This post has been updated to correct the square footage of the new campus.
By JOEL PHELPS | The Arkadelphian
A crowd of about 100 people gathered on a balmy Tuesday morning to celebrate a milestone in Arkadelphia history, as ground was broken at the site of a new elementary school campus on Pine Street.
“We are excited to be able to construct another new facility for our students and staff. They deserve new, modern, healthy facilities.”
— Nikki Thomas, Arkadelphia Public Schools superintendent
Construction on the new Peake Elementary School is expected to begin in coming weeks and wrap up in time for the 2024 fall semester. The campus will house students in grades from kindergarten through fourth grade. Fifth-graders will be moved to share the halls of Goza Middle School with grades 6-8. The new facility will replace Perritt Primary, Central Primary and Peake Elementary School.

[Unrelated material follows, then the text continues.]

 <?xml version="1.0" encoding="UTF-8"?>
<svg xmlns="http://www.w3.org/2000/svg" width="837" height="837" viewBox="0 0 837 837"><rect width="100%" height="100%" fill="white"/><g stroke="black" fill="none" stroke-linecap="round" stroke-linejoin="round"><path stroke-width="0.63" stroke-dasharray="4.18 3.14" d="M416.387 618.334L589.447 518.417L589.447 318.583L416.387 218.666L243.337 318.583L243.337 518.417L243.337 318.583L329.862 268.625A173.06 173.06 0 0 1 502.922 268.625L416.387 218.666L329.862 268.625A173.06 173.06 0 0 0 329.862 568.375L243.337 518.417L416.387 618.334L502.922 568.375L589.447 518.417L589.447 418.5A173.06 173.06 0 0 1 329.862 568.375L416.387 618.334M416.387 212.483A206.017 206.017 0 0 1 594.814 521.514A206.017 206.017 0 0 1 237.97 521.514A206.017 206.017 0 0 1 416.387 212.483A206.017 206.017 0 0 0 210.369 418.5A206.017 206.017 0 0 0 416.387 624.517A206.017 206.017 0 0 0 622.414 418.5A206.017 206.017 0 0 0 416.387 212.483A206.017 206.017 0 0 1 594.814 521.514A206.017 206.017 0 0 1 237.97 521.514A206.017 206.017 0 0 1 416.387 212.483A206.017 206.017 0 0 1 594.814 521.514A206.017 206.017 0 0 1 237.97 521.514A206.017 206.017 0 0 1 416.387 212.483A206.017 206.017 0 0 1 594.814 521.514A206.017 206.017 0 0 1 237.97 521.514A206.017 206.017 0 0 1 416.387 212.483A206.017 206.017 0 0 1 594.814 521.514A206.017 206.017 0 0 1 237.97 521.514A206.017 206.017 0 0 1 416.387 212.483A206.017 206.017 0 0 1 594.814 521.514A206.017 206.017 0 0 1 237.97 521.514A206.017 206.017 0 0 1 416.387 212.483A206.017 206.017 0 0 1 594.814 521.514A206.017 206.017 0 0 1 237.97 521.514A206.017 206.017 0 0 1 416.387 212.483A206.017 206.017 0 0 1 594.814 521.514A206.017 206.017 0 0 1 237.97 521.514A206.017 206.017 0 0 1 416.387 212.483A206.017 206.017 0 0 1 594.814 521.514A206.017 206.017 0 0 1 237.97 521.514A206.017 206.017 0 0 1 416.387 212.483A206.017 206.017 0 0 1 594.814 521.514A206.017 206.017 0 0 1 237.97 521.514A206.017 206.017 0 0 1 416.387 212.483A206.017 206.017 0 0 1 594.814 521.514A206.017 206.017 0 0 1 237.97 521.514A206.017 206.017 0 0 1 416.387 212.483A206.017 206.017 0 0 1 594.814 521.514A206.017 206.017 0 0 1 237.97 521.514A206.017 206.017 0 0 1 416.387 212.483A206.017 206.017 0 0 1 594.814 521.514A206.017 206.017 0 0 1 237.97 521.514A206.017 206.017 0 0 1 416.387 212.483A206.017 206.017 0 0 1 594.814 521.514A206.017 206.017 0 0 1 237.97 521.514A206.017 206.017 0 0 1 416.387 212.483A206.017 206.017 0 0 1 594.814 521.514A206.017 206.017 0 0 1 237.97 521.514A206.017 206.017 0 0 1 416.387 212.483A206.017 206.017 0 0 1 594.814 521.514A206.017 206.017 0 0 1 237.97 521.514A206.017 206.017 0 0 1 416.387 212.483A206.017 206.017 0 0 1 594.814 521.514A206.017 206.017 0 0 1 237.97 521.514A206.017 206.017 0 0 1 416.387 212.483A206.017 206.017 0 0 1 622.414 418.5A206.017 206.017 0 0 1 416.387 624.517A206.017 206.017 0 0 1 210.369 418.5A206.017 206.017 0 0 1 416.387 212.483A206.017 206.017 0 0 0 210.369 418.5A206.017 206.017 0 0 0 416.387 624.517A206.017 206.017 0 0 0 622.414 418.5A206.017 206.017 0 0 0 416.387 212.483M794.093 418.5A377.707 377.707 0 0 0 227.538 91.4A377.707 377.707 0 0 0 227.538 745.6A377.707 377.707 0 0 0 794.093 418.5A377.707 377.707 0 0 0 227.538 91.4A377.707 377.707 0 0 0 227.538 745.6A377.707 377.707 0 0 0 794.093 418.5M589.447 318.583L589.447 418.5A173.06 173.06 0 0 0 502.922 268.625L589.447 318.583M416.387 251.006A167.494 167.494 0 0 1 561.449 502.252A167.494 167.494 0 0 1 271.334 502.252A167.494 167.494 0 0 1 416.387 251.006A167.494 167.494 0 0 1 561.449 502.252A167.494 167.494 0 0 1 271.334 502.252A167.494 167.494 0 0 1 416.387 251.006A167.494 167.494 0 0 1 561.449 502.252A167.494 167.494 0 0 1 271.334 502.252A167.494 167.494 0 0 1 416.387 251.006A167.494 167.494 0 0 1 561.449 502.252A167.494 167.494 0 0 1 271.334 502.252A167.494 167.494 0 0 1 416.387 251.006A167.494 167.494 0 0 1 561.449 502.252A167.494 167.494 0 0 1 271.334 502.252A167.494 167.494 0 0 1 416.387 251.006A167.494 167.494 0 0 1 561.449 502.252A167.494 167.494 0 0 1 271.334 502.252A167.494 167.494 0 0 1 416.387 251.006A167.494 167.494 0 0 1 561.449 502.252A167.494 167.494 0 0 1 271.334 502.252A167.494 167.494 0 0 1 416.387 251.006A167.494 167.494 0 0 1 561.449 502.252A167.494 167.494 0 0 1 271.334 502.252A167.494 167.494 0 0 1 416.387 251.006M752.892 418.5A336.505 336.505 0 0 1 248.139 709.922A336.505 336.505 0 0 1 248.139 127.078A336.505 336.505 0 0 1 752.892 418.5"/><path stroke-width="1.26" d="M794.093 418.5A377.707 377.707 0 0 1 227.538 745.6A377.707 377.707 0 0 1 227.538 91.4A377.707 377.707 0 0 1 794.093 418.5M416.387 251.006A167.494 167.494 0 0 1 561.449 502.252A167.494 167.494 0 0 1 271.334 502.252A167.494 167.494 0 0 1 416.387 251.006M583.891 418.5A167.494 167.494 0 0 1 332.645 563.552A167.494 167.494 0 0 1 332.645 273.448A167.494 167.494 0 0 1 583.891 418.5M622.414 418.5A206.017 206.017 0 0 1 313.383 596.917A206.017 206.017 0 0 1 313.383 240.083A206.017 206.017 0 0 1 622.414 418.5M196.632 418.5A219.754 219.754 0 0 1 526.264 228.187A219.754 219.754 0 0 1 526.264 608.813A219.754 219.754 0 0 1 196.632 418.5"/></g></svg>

The $26.2 million project is being funded by a millage increase voters approved in 2015. The 5.75-mill increase also funded construction of the Goza Middle School campus, completed in 2019.
Superintendent Nikki Thomas said the building of a new elementary campus will fulfill the promise made to supporters of the district’s millage increase request. “We are excited to be able to construct another new facility for our students and staff,” Thomas said. “They deserve new, modern, healthy facilities.”
Thomas reflected on the site’s history. Peake High School (now Peake Rosenwald) was built in 1929 on land donated by the John Edward Peake family with the agreement the the property retain the Peake name. Peake High School and the former Sloan School served African-American students until 1960.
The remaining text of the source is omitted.